Mind-Machine Technology Turns Thoughts into Music Scores
A newly-developed brain-computer interface (BCI) gives people the ability to compose music on a device using only their thoughts. Researchers from Austria's Graz University of Technology (TU Graz) designed the neural-link interface that can "read" a person's mind and produce the corresponding sheet music composition.
The idea seems straight out of "The X-Men," whose Professor Xavier used a machine called Cerebro to heighten his telepathic abilities. But BCI technology has been around for some time, providing ways for some severely disabled people to interact with computers and other devices directly with their minds, as their bodies prove incapable of effectively serving that function.
A person who suffers from locked-in syndrome or spinal paralysis may no longer be able to communicate by writing or typing. The use of a BCI may allow such a person to do things like composing a message on a computer, surf the web and control smart home devices.
In 2010, a team of German researchers led by neurobiologist Andrea Kübler developed an idea by the artist Adi Hösle into a functional Brain Painting (BP) tool. Various ALS patients, who have suffered the loss of voluntary muscle control, were able to use the BP application to paint artworks by means of a mind-machine connection, according to Brain Painting.net.

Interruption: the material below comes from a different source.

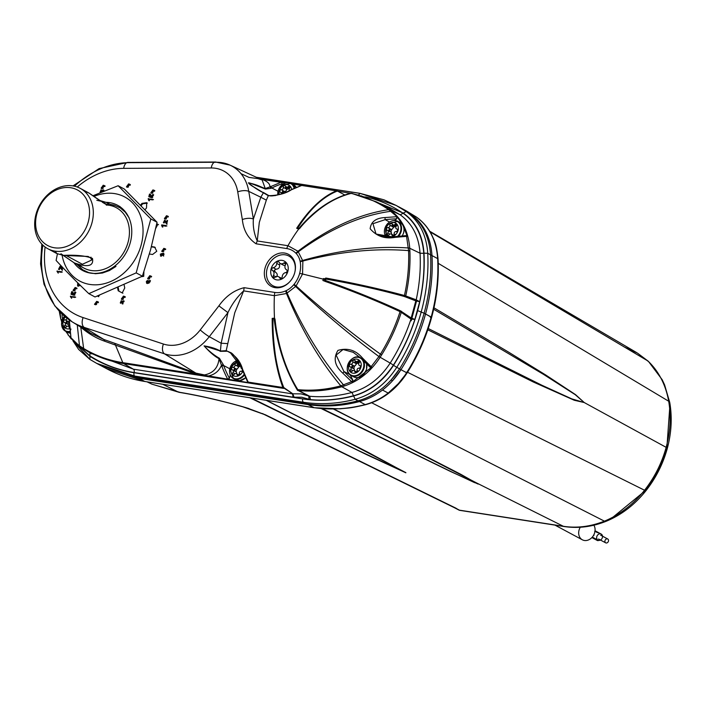 <?xml version="1.0" encoding="UTF-8"?>
<svg xmlns="http://www.w3.org/2000/svg" width="705" height="705" viewBox="0 0 705 705"><rect width="100%" height="100%" fill="white"/><g stroke="black" fill="none" stroke-linecap="round" stroke-linejoin="round"><path stroke-width="1.06" d="M393.778 235.963L391.874 234.941A1.375 1.11 -61.8 0 0 394.165 233.937L395.558 234.686M393.928 222.533A7.402 5.992 -61.8 0 0 385.97 228.64A7.402 5.992 -61.8 0 0 390.094 236.633A7.402 5.992 -61.8 0 0 398.052 230.517A7.402 5.992 -61.8 0 0 393.928 222.533M391.874 234.941A1.78 1.445 -61.8 0 0 389.345 234.554A1.375 1.11 118.2 0 1 387.759 232.941A1.78 1.445 -61.8 0 0 387.195 230.191A1.375 1.11 118.2 0 1 387.9 227.583A1.78 1.445 -61.8 0 0 389.856 225.221A1.375 1.11 118.2 0 1 392.147 224.216A1.78 1.445 -61.8 0 0 394.677 224.613A1.375 1.11 118.2 0 1 396.263 226.217A1.78 1.445 -61.8 0 0 396.836 228.966A1.375 1.11 118.2 0 1 396.122 231.575A1.78 1.445 -61.8 0 0 394.165 233.937M396.184 226.314A5.481 4.441 -61.8 0 0 393.108 227.759M391.936 229.222A5.481 4.441 -61.8 0 0 391.028 232.192M392.8 225.151L395.91 226.807A1.78 1.445 118.2 0 1 395.408 225.961L392.147 224.216M393.566 225.556A1.375 1.11 -61.8 0 0 393.117 226.966A1.78 1.445 118.2 0 1 391.16 229.328A1.375 1.11 -61.8 0 0 389.794 231.513M387.195 230.191L390.447 231.936A1.78 1.445 118.2 0 1 391.372 234.095M386.049 236.748A9.694 7.852 118.2 0 1 384.771 228.711A9.694 7.852 118.2 0 1 395.179 220.709A9.694 7.852 118.2 0 1 400.607 231.055A9.694 7.852 118.2 0 1 396.994 236.924M356.668 372.54L354.765 371.526A1.375 1.11 -61.8 0 0 357.056 370.522L358.457 371.271M356.818 359.118A7.402 5.992 -61.8 0 0 348.869 365.225A7.402 5.992 -61.8 0 0 352.985 373.209A7.402 5.992 -61.8 0 0 360.942 367.102A7.402 5.992 -61.8 0 0 356.818 359.118M354.765 371.526A1.78 1.445 -61.8 0 0 352.236 371.13A1.375 1.11 118.2 0 1 350.649 369.526A1.78 1.445 -61.8 0 0 350.085 366.776A1.375 1.11 118.2 0 1 350.79 364.168A1.78 1.445 -61.8 0 0 352.756 361.806A1.375 1.11 118.2 0 1 355.047 360.801A1.78 1.445 -61.8 0 0 357.567 361.189A1.375 1.11 118.2 0 1 359.153 362.802A1.78 1.445 -61.8 0 0 359.726 365.551A1.375 1.11 118.2 0 1 359.012 368.16A1.78 1.445 -61.8 0 0 357.056 370.522M358.184 363.066A5.481 4.441 -61.8 0 0 355.999 364.344M354.826 365.807A5.481 4.441 -61.8 0 0 353.919 368.777M355.69 361.727L358.801 363.392A1.78 1.445 118.2 0 1 358.299 362.546L355.047 360.801M356.457 362.132A1.375 1.11 -61.8 0 0 356.007 363.551A1.78 1.445 118.2 0 1 354.051 365.913A1.375 1.11 -61.8 0 0 353.038 368.424L349.786 366.679M350.085 366.776L353.337 368.521A1.78 1.445 118.2 0 1 354.262 370.68M358.078 357.285A9.694 7.852 118.2 0 1 363.507 367.631A9.694 7.852 118.2 0 1 353.108 375.756A9.694 7.852 118.2 0 1 347.662 365.287A9.694 7.852 118.2 0 1 358.078 357.285M238.916 375.606L237.021 374.584A1.375 1.11 -61.8 0 0 239.312 373.579L240.705 374.329M238.828 362.141A7.402 5.992 -61.8 0 0 231.117 368.283A7.402 5.992 -61.8 0 0 234.8 376.188A7.402 5.992 -61.8 0 0 242.846 371.183M237.021 374.584A1.78 1.445 -61.8 0 0 234.492 374.196A1.375 1.11 118.2 0 1 232.906 372.584A1.78 1.445 -61.8 0 0 232.333 369.834A1.375 1.11 118.2 0 1 233.047 367.226A1.78 1.445 -61.8 0 0 235.003 364.864A1.375 1.11 118.2 0 1 237.294 363.859A1.78 1.445 -61.8 0 0 239.823 364.256A1.375 1.11 118.2 0 1 239.903 364.159M241.022 366.538A1.78 1.445 -61.8 0 0 241.859 368.592M242.582 370.495A1.375 1.11 118.2 0 1 241.269 371.218A1.78 1.445 -61.8 0 0 239.312 373.579M240.431 366.124A5.481 4.441 -61.8 0 0 238.255 367.402M237.083 368.865A5.481 4.441 -61.8 0 0 236.175 371.835M240.925 366.327A1.78 1.445 118.2 0 1 240.555 365.604L237.294 363.859M238.704 365.199A1.375 1.11 -61.8 0 0 238.264 366.609A1.78 1.445 118.2 0 1 236.307 368.971A1.375 1.11 -61.8 0 0 235.294 371.482L232.033 369.737M232.333 369.834L235.593 371.579A1.78 1.445 118.2 0 1 236.519 373.738M244.124 374.311A9.694 7.852 118.2 0 1 233.787 378.382A9.694 7.852 118.2 0 1 229.909 368.354A9.694 7.852 118.2 0 1 237.796 360.414M70.121 327.763L69.064 327.199A1.375 1.11 -61.8 0 0 70.13 328.019M65.371 317.012A7.402 5.992 -61.8 0 0 63.168 320.898A7.402 5.992 -61.8 0 0 70.147 328.574M69.064 327.199A1.78 1.445 -61.8 0 0 66.534 326.812A1.375 1.11 118.2 0 1 64.948 325.199A1.78 1.445 -61.8 0 0 64.384 322.449A1.375 1.11 118.2 0 1 65.089 319.841A1.78 1.445 -61.8 0 0 67.028 318.325M69.125 321.48A5.481 4.441 -61.8 0 0 68.218 324.45M69.425 321.321A1.78 1.445 118.2 0 1 68.35 321.586A1.375 1.11 -61.8 0 0 66.993 323.762M64.384 322.449L67.645 324.194A1.78 1.445 118.2 0 1 68.57 326.353M291.65 189.451A7.402 5.992 -61.8 0 0 287.296 184.657A7.402 5.992 -61.8 0 0 279.347 190.773A7.402 5.992 -61.8 0 0 279.233 194.571M281.639 193.822A1.78 1.445 -61.8 0 0 280.564 192.324A1.375 1.11 118.2 0 1 281.277 189.715A1.78 1.445 -61.8 0 0 283.234 187.354A1.375 1.11 118.2 0 1 285.525 186.349A1.78 1.445 -61.8 0 0 288.054 186.737A1.375 1.11 118.2 0 1 289.632 188.35A1.78 1.445 -61.8 0 0 289.402 190.597M288.662 188.614A5.481 4.441 -61.8 0 0 286.486 189.883M285.305 191.355A5.481 4.441 -61.8 0 0 284.705 192.685M286.177 187.274L289.279 188.94A1.78 1.445 118.2 0 1 288.786 188.094L285.525 186.349M286.935 187.68A1.375 1.11 -61.8 0 0 286.494 189.099A1.78 1.445 118.2 0 1 284.529 191.46A1.375 1.11 -61.8 0 0 283.04 193.329M277.832 194.941A9.694 7.852 118.2 0 1 278.14 190.835A9.694 7.852 118.2 0 1 288.556 182.833A9.694 7.852 118.2 0 1 294.1 188.279M314.219 407.701L307.953 404.582L139.017 378.365L100.304 365.296M179.96 392.35L151.91 384.163L147.213 381.854M249.041 408.583L243.146 406.82C219.687 400.22 198.096 395.302 178.374 392.095L162.67 384.251M307.953 404.582C324.749 407.085 341.934 406.08 359.497 401.55C367.596 399.409 375.271 395.567 382.515 390.041C389.733 384.463 395.884 377.677 400.969 369.684C411.949 352.227 420.136 333.668 425.538 313.998C430.834 294.346 432.985 274.871 431.998 255.58C430.702 237.188 423.546 223.291 410.53 213.888L397.505 206.186M398.616 206.759L410.425 213.818C423.493 223.168 430.685 237.092 431.998 255.58L437.664 258.612C436.369 240.229 429.213 226.331 416.197 216.928L410.53 213.888M400.969 369.684L406.626 372.725C417.616 355.267 425.802 336.699 431.204 317.03L425.538 313.998C420.162 333.659 411.984 352.192 401.013 369.614L392.509 380.797C382.85 391.31 371.817 398.237 359.418 401.577C341.669 406.142 324.45 407.129 307.732 404.547L139.017 378.365L100.11 365.199M406.08 372.425L406.626 372.725L404.864 375.395L398.369 383.626L388.182 393.073C381 398.581 373.324 402.414 365.164 404.591L359.497 401.55M458.788 509.988L455.915 508.164A8.222 6.662 118.2 0 1 454.337 507.671A8.222 6.662 118.2 0 1 454.161 507.582A8.222 6.662 118.2 0 1 452.98 506.728M333.897 409.05L460.929 474.377L478.131 484.071L450.433 471.434L321.277 408.6M266.596 400.369L368.847 452.725L405.833 472.799L366.503 454.593L249.905 397.787M246.635 407.842L265.459 414.822A8.222 6.601 116.1 0 1 263.899 414.337A8.222 6.601 116.1 0 1 263.864 414.32A8.222 6.601 116.1 0 1 262.736 413.571M456.029 508.384L459.449 510.173M266.164 400.308L332.258 434.016L405.913 472.667L358.774 450.698L251.103 397.973M362.828 423.811A4.115 3.384 117 0 1 362.009 423.599L333.465 409.059M362.009 423.599L477.091 483.198L563.392 526.3C576.919 528.336 590.596 526.617 604.414 521.154C619.66 514.897 633.002 504.648 644.44 490.389C654.592 477.435 661.828 463.088 666.154 447.34C670.385 431.592 671.23 416.223 668.692 401.233L438.228 263.326M477.082 483.198L474.544 482.617L452.24 472.174L322.273 408.68M433.645 309.231L543.476 374.346L575.183 394.641L584.251 402.546L574.284 400.264L533.473 382.066L427.794 329.799M433.954 307.812L508.851 352.288L545.626 374.919L575.483 394.597L584.251 402.546L571.817 398.889L541.942 385.274L428.226 328.53M669.142 404.044L669.75 402.467L668.692 401.233C665.687 384.701 658.761 371.288 647.93 360.978L430.103 231.875M624.022 346.869L637.461 353.099L648.397 361.339L662.189 379.713L664.595 384.868L669.75 402.458C672.297 417.492 671.477 432.808 667.3 448.406C663.017 463.961 655.861 478.113 645.824 490.874L407.525 372.266M669.671 408.468L666.868 447.79M667.3 448.415L666.613 448.732C662.409 463.978 655.403 477.831 645.595 490.283M645.198 490.777L613.13 517.047M648.812 361.824L637.461 353.099M281.418 278.299L280.176 278.175M276.245 276.986C277.858 275.17 277.514 273.514 275.214 272.015L272.377 270.491A3.878 3.146 118.2 0 1 272.518 270.561A3.878 3.146 118.2 0 1 273.443 275.488L275.858 276.783M272.518 270.561L275.355 272.086L274.342 270.288L275.981 269.187C278.695 269.037 279.876 267.618 279.524 264.921L280.008 263.317M282 263.829L283.586 265.274L285.146 265.591M279.524 264.921L276.721 263.414A1.533 1.243 118.2 0 1 279.206 262.33A3.878 3.146 118.2 0 0 280.352 263.547L283.586 265.274M276.721 263.414A3.878 3.146 118.2 0 1 273.179 267.68L275.981 269.187M267.125 268.755A16.858 13.651 -61.8 0 0 272.914 285.745A16.858 13.651 -61.8 0 0 294.637 273.02A16.858 13.651 -61.8 0 0 288.839 256.03A16.858 13.651 -61.8 0 0 267.125 268.755M287.834 271.434A10.258 8.31 118.2 0 1 272.985 277.937A10.258 8.31 118.2 0 1 277.585 261.026A10.258 8.31 118.2 0 1 287.834 271.434M291.632 258.153A16.858 13.651 118.2 0 1 292.963 258.479M277.232 287.825A16.858 13.651 118.2 0 1 276.219 286.891M285.701 264.075L283.771 263.036A1.533 1.243 118.2 0 1 285.49 264.78A3.878 3.146 118.2 0 0 286.424 269.698A3.878 3.146 118.2 0 0 286.521 269.751A1.533 1.243 118.2 0 1 285.754 272.579A3.878 3.146 118.2 0 0 282.212 276.845A1.533 1.243 118.2 0 1 279.726 277.937A3.878 3.146 118.2 0 0 278.581 276.721A3.878 3.146 118.2 0 0 275.161 277.224A1.533 1.243 118.2 0 1 273.443 275.488M275.214 272.015L272.412 270.517A1.533 1.243 118.2 0 1 273.179 267.68M283.771 263.036A3.878 3.146 118.2 0 1 280.352 263.547M328.142 282.414L324.952 281.251M324.82 281.207L322.881 280.511L323.419 278.554L324.617 278.748M416.523 301.158L411.861 318.316M411.597 319.294L411.191 320.793M204.089 345.891L220.409 351.037C216.021 348.587 210.584 346.878 204.089 345.891C209.685 352.156 214.672 356.413 219.026 358.669L219.431 358.272C214.02 355.197 208.9 351.064 204.089 345.891M325.913 279.065L325.798 278.034C353.945 283.137 380.127 288.953 404.344 295.474L405.736 295.915C409.111 280.793 410.486 265.82 409.887 251.015L408.565 250.619C409.173 265.38 407.807 280.299 404.458 295.386L405.401 296.92L404.106 296.435C379.933 289.737 353.866 283.948 325.913 279.065L325.525 280.502C352.095 289.958 376.999 300.022 400.237 310.702L411.182 317.99L415.827 300.876L406.001 297.131M325.798 278.034L324.238 279.383L325.904 279.189M400.228 310.702L399.964 311.619L401.427 311.249M400.008 311.769L401.489 311.31L401.286 312.341L399.964 311.619C376.937 300.832 351.918 290.724 324.908 281.313L324.238 279.383L302.551 273.998L296.091 285.974C324.071 311.108 352.183 333.826 380.436 354.139C388.693 340.797 395.214 326.671 400.008 311.769M411.209 318.008L410.989 319.074C405.886 334.549 398.959 349.222 390.191 363.084L393.408 365.084C402.511 350.685 409.667 335.457 414.866 319.409L410.989 319.074A4.115 3.287 -62.4 0 0 411.209 318.008L414.866 319.409L419.678 301.705L416.214 299.837A4.115 3.287 117.8 0 1 415.862 300.885L419.678 301.705C423.264 285.384 424.63 269.257 423.767 253.333C422.365 235.426 415.465 222.066 403.075 213.254L400.228 214.831L386.833 206.988L381.476 204.556M423.767 253.333L420.048 253.21C420.876 268.552 419.598 284.097 416.214 299.837L405.727 295.933L405.401 296.92M353.487 395.761L351.962 392.456C337.66 396.184 323.56 397.461 309.671 396.272L310.482 399.647C324.608 400.845 338.946 399.55 353.487 395.761C369.244 391.504 382.551 381.282 393.408 365.084M275.029 319.259C277.911 346.719 285.507 370.178 297.827 389.627L298.656 390.544L297.845 390.35L308.755 396.034L309.01 399.277L310.482 399.647M284.485 388.446L292.804 393.795L283.771 387.538C280.264 378.823 277.479 368.16 275.426 355.558C273.461 340.92 272.659 328.671 273.038 318.81L273.143 318.836M297.827 390.341L297.281 389.927M274.175 319.215C277.523 345.935 285.12 369.314 296.964 389.371L297.263 389.944M297.845 390.341L297.818 389.645C311.954 390.975 326.283 389.706 340.797 385.838A4.115 1.912 75.1 0 0 341.74 386.772C327.155 390.632 312.791 391.892 298.656 390.544L309.671 396.272L301.07 393.875L292.804 393.795L294.064 397.179L292.698 397.153L134.109 372.548C118.087 370.028 103.362 364.476 89.932 355.884L89.984 352.808L133.421 369.191L123.631 363.577C109.478 361.357 96.373 356.615 84.327 349.363L91.738 353.919M134.109 372.548A2.741 1.542 98.8 0 0 133.421 369.191L292.011 393.795A2.741 1.542 -81.2 0 1 292.698 397.153M365.437 197.241L364.027 196.783M352.844 193.787L376.329 201.841L391.998 211.403C402.661 220.189 408.574 232.483 409.746 248.266L420.048 253.21C418.814 236.281 412.213 223.485 400.228 214.831L389.891 209.826A4.115 2.388 -55.1 0 0 388.719 209.72L388.658 209.676C377.298 201.797 364.793 196.369 351.134 193.408L351.337 193.452M86.371 350.57L89.984 352.808M344.578 385.935L341.828 386.745L351.962 392.456C367.499 388.067 380.242 378.277 390.191 363.084L378.929 356.545L380.436 354.139L381.678 354.844L380.136 357.294C370.83 371.473 358.977 381.017 344.578 385.935L343.608 385C321.515 359.25 302.692 328.636 287.138 293.157A8.222 3.234 -115.6 0 1 286.3 290.601A20.392 16.515 118.2 0 1 285.728 290.865A8.222 3.349 -113.7 0 0 286.503 293.492C301.158 329.244 319.259 360.035 340.797 385.838L351.619 381.678L342.736 373.104C334.708 365.913 333.113 358.351 337.933 350.403C347.547 347.6 355.717 350.121 362.432 357.964A150.059 41.727 52.7 0 0 371.174 366.662L378.929 356.545C350.852 335.756 323.093 312.394 295.642 286.468L286.503 293.492L274.377 295.651L243.666 290.883L234.774 312.685L226.19 350.676C234.853 354.606 240.335 360.863 242.626 369.446L248.116 382.101A4.115 2.291 98.9 0 0 248.468 382.639L208.53 375.959C214.805 374.54 219.123 370.971 221.476 365.252L221.828 366.221L223.626 365.507L223.256 364.626L221.476 365.252L219.026 358.669C218.118 367.763 213.262 373.174 204.468 374.928L195.875 373.112L195.902 374.002A4.115 2.318 -81.2 0 0 196.704 374.919L123.631 363.577L122.82 362.661C108.711 360.449 95.651 355.725 83.648 348.481L84.327 349.363L80.097 346.675L70.976 338.462L79.453 345.802M351.205 193.443L350.2 193.329C331.623 198.396 314.545 210.064 298.973 228.341L299.695 228.42C305.582 220.991 315.532 211.676 324.141 205.869C332.628 199.991 341.625 195.831 351.134 193.399L352.2 193.478M337.519 191.099L344.771 194.959M196.704 374.919L196.307 374.099L208.53 375.959A4.115 2.318 98.8 0 0 209.341 376.875L283.648 388.402L282.855 387.494C275.69 367.675 272.139 344.639 272.192 318.378L274.492 318.14L275.029 319.25L274.324 319.154L275.003 319.012M296.673 228.27L298.7 229.046L299.581 228.561L296.673 228.27C309.257 209.103 322.449 196.651 336.259 190.905L350.429 193.285M260.083 179L261.943 179.378C267.371 181.282 270.033 183.793 269.936 186.904L280.951 182.331L285.587 182.903M337.898 191.152L336.259 190.905M381.678 354.844C389.953 341.414 396.483 327.243 401.286 312.341L410.918 319.03M370.028 367.146L369.896 367.067A1.375 0.643 134 0 0 370.989 366.812A1.375 0.643 134 0 0 371.174 366.662L371.755 367.146L352.192 382.189L351.619 381.678A1.375 0.634 133 0 0 351.813 381.546A1.375 0.634 133 0 0 352.712 380.004A2.714 0.793 -127.8 0 0 352.87 380.154L352.192 382.189M380.136 357.294L378.876 356.624M368.697 364.591L369.958 367.023L371.755 367.146M360.114 357.347A11.236 9.103 -61.8 0 0 359.462 357.391M350.121 374.813L352.87 380.154M351.672 367.067A8.495 6.883 118.2 0 1 352.456 365.058M354.218 362.59A8.495 6.883 118.2 0 1 355.426 361.533M75.691 297.21L70.377 296.541L71.619 298.312L71.311 296.92L74.809 297.466L74.986 296.831L70.377 296.541M74.924 295.043L74.219 294.664L74.087 295.342L75.179 291.985L72.8 294.249L73.373 294.558M72.95 292.082L72.386 294.17L73.514 294.628L75.884 292.363M72.201 291.87L71.734 291.623L71.029 294.223L73.17 295.087L74.889 292.628L75.602 293.007L74.113 294.866M74.889 292.628L74.219 294.664M71.734 294.602L72.439 292.002M62.225 269.363L60.057 266.261L58.533 269.328L59.749 266.851L62.031 270.086L62.727 267.512M59.246 269.715L60.762 266.64L62.454 269.486M62.428 270.35L60.454 267.23L59.493 269.09L58.788 268.711M152.729 190.57L153.849 190.861L152.165 192.659L151.064 192.342L152.729 190.57M153.849 190.861L154.554 191.24L153.443 190.949L151.778 192.729L152.87 193.038M154.827 190.676L152.915 189.909L150.844 192.967L151.989 193.311L154.122 190.297L152.915 189.909M122 302.859L121.736 301.625L120.978 303.309L120.273 302.93L121.031 301.246L121.762 302.63L123.163 301.343L122.353 304.04L123.49 300.718L121.771 301.405L121.278 300.612L120.273 302.93M96.656 301.37L94.514 304.384L95.73 304.771L97.792 301.714L96.656 301.37M128.566 183.899L126.451 186.94L127.64 187.301L129.623 184.225L128.566 183.899L130.337 184.604M128.53 187.019L127.42 186.737L129.094 184.939L130.196 185.248L129.491 184.869L127.825 186.64L126.715 186.358L128.389 184.551L129.491 184.869M122.679 298.849L121.577 298.532L123.243 296.761L124.362 297.043L122.679 298.849M124.362 297.043L125.067 297.431L123.957 297.14L122.291 298.911L123.384 299.228M105.124 185.997L103.908 185.609L101.846 188.667M103.168 188.358L102.066 188.041L103.732 186.27L104.842 186.552L104.137 186.173L102.454 187.971L101.353 187.662L103.027 185.891L104.137 186.173M103.203 185.23L101.141 188.288L102.278 188.632L104.41 185.618L103.203 185.23L103.908 185.609M62.313 272.042L56.999 271.381L58.242 273.143L57.933 271.76L61.432 272.306L61.608 271.663L56.999 271.381M59.088 263.652L60.436 265.089M77.039 288.248L75.127 287.481L73.056 290.539L74.201 290.883L76.334 287.869L75.127 287.481M75.082 290.601L73.99 290.293L75.655 288.512L76.766 288.803L76.061 288.424L74.377 290.222L73.276 289.914L74.942 288.133L76.061 288.424M166.477 215.721L164.415 218.779L165.552 219.123L167.684 216.109L166.477 215.721L168.389 216.488M166.336 223.036L164.644 220.18L163.375 222.63L164.335 220.78L166.618 224.005L167.561 220.559L167.032 220.48L166.336 223.036L166.812 223.291M167.014 224.278L165.041 221.159L164.08 223.009L163.375 222.63M162.406 225.274L161.586 225.309L162.3 226.992L162.829 227.072L162.52 225.688L166.019 226.226L166.195 225.591L161.701 224.895L166.9 225.97M163.824 248.345L161.762 251.403L162.899 251.747L165.032 248.733L163.824 248.345L165.737 249.112M162.344 254.514L161.842 255.28L160.669 255.325L160.308 254.197L161.938 253.483L162.785 254.752M161.938 253.483L162.643 253.862L161.013 254.575L161.383 255.704L160.678 255.325M161.119 256.329L163.234 253.809L164.053 254.056L162.52 253.43C164.15 253.888 164.309 254.637 162.987 255.668L163.692 256.047M149.716 275.69L147.653 278.757L148.79 279.101L150.923 276.078L149.716 275.69L151.637 276.466M150.65 276.642L148.966 278.44L147.865 278.131L149.539 276.351L150.65 276.642L151.355 277.021L150.244 276.73L148.579 278.51L149.68 278.819M147.68 282.89L146.851 282.643L147.68 282.89C146.05 282.423 145.891 281.683 147.213 280.652L146.587 283.225L149.786 280.37L147.68 282.89M148.121 281.947L150.491 280.749M147.292 283.604L148.05 280.387M74.483 186.199A87.297 70.711 118.2 0 1 128.971 162.652L216.558 162.265A46.186 37.409 118.2 0 1 230.033 165.129A46.186 37.409 118.2 0 1 248.759 191.372L260.815 197.233L253.368 219.043C252.813 226.508 254.1 233.813 257.237 240.951L259.308 222.383L266.331 200.141L260.815 197.233L263.414 192.756C258.33 190.315 253.324 187.001 248.416 182.815C258.012 184.86 260.136 186.816 265.247 188.552L262.145 179.951L257.81 178.594L249.05 177.422L241.004 173.668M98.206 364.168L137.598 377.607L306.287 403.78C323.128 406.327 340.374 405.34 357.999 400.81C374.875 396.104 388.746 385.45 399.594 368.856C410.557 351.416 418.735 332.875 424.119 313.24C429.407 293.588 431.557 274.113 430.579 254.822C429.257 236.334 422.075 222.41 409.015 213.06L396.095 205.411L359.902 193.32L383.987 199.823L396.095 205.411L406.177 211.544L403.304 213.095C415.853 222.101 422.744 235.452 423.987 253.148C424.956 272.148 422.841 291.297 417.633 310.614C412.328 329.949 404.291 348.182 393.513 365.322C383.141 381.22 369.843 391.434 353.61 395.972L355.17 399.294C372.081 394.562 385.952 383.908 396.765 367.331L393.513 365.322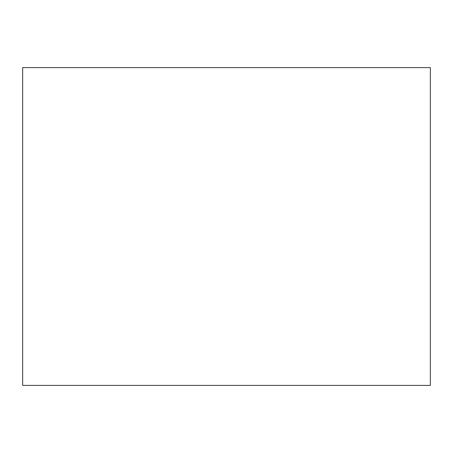 <?xml version="1.0" encoding="UTF-8"?>
<svg xmlns="http://www.w3.org/2000/svg" width="453" height="453" viewBox="0 0 453 453"><rect width="100%" height="100%" fill="white"/><g stroke="black" fill="none" stroke-linecap="round" stroke-linejoin="round"><path stroke-width="0.68" d="M430.35 226.5L430.35 142.134L430.35 226.5M430.35 67.616L430.35 385.384L22.65 385.384L22.65 67.616L430.35 67.616"/></g></svg>

Now a lab team at the TU Graz Institute of Neural Engineering has designed the first program that lets users apply a BCI to compose music through brain activity alone. The neural engineers published their findings in the journal Plos One. Gernot Müeller-Putz, lead author and the head of the institute, said their work had been inspired by the Brain Painting application's impressive results, reports Seeker.
Phys.org says that the TU Graz team's program was tested with the help of eighteen healthy volunteers who possessed musical instrument skills and basic knowledge about musical composition. Wearing a brainwave-measuring cap, the test subjects used mental processes to communicate with computer software to craft musical scores. The system proved remarkably successful in producing playable compositions, which could be performed on musical instruments afterward.